Directions for this task: Without the pictures, give the records again exactly as they appear.

Given entries:
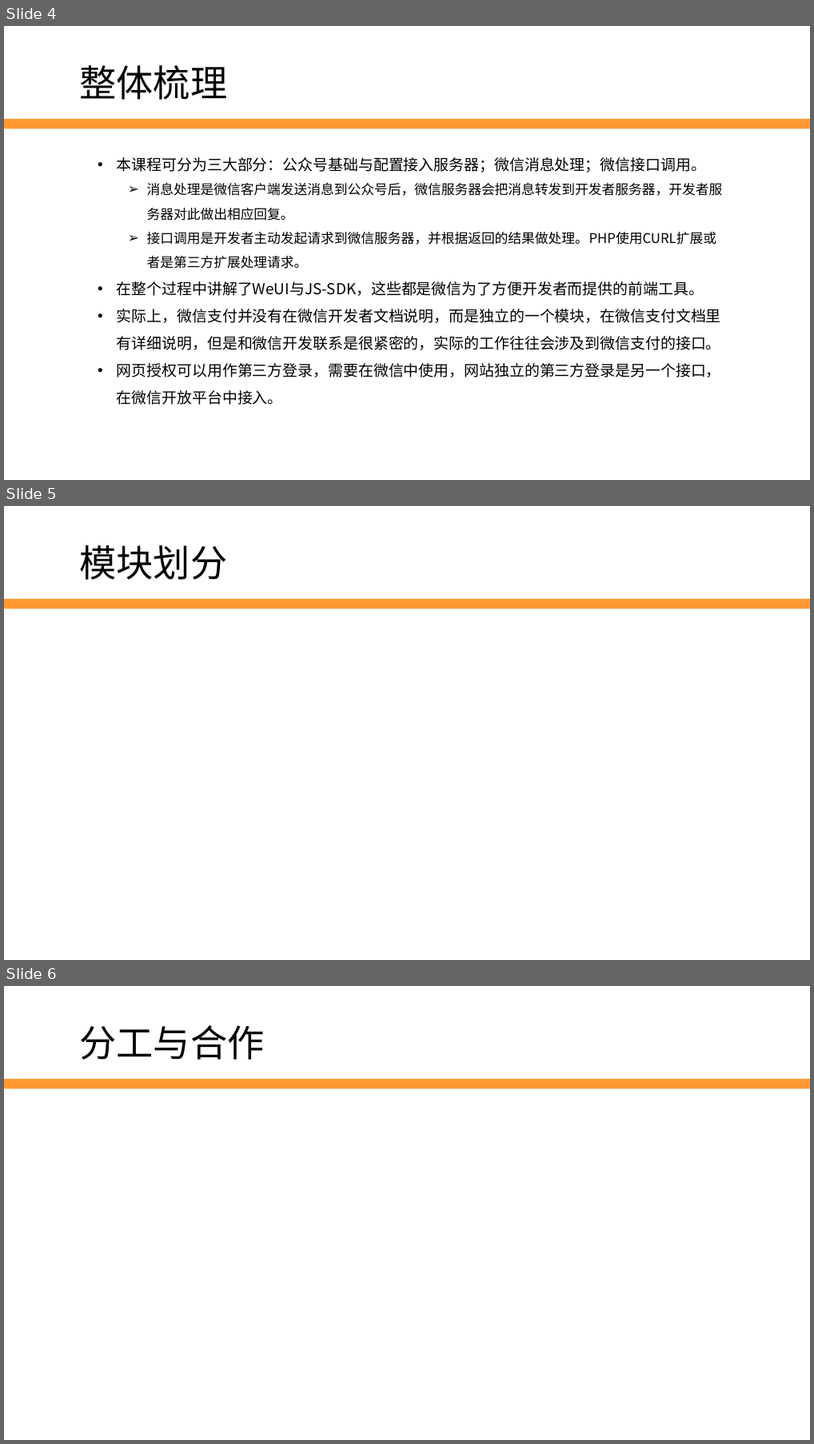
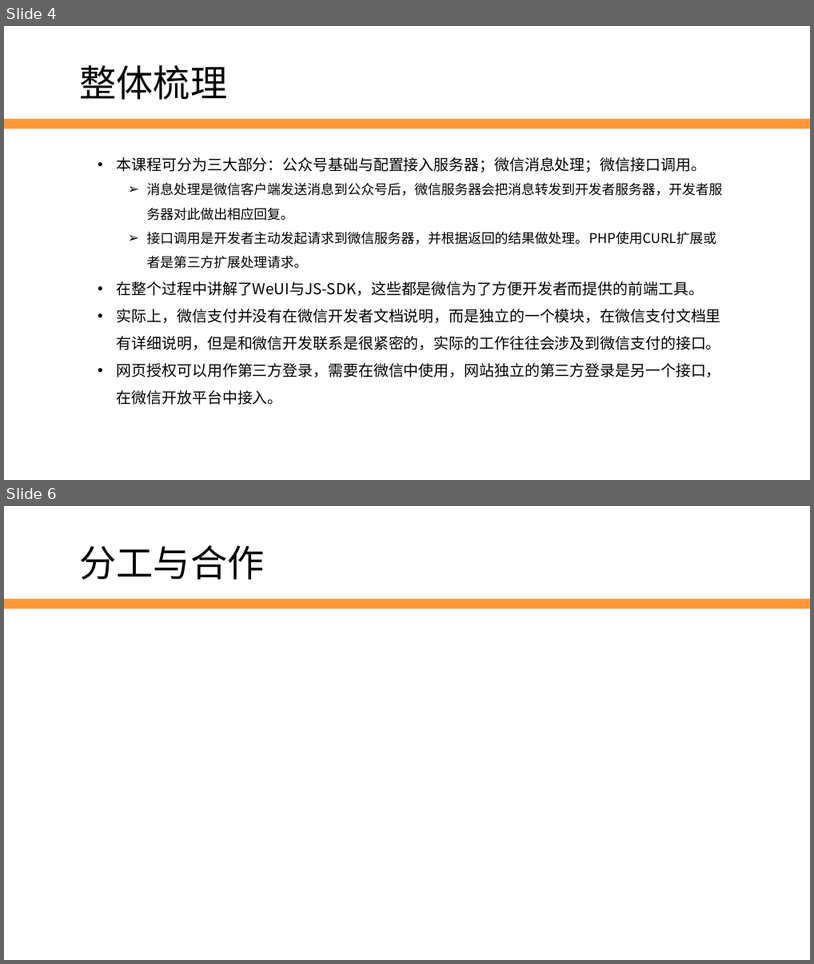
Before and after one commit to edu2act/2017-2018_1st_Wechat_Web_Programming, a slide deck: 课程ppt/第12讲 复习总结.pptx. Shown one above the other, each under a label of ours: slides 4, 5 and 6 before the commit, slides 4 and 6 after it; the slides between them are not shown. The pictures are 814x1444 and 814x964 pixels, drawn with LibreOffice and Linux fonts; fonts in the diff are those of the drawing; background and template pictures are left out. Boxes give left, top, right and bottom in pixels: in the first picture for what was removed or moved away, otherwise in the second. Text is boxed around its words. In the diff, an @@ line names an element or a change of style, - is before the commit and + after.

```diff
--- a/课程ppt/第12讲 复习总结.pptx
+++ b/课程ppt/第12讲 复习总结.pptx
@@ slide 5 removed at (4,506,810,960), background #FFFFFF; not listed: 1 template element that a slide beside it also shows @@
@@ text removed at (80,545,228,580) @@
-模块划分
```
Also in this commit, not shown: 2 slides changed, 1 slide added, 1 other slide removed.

Solution to this problem:
Before and after one commit to edu2act/2017-2018_1st_Wechat_Web_Programming, a slide deck: 课程ppt/第12讲 复习总结.pptx. Shown one above the other, each under a label of ours: slides 4, 5 and 6 before the commit, slides 4 and 6 after it; the slides between them are not shown. The pictures are 814x1444 and 814x964 pixels, drawn with LibreOffice and Linux fonts; fonts in the diff are those of the drawing; background and template pictures are left out. Boxes give left, top, right and bottom in pixels: in the first picture for what was removed or moved away, otherwise in the second. Text is boxed around its words. In the diff, an @@ line names an element or a change of style, - is before the commit and + after.

```diff
--- a/课程ppt/第12讲 复习总结.pptx
+++ b/课程ppt/第12讲 复习总结.pptx
@@ slide 5 removed at (4,506,810,960), background #FFFFFF; not listed: 1 template element that a slide beside it also shows @@
@@ text removed at (80,545,228,580) @@
-模块划分
```
Also in this commit, not shown: 2 slides changed, 1 slide added, 1 other slide removed.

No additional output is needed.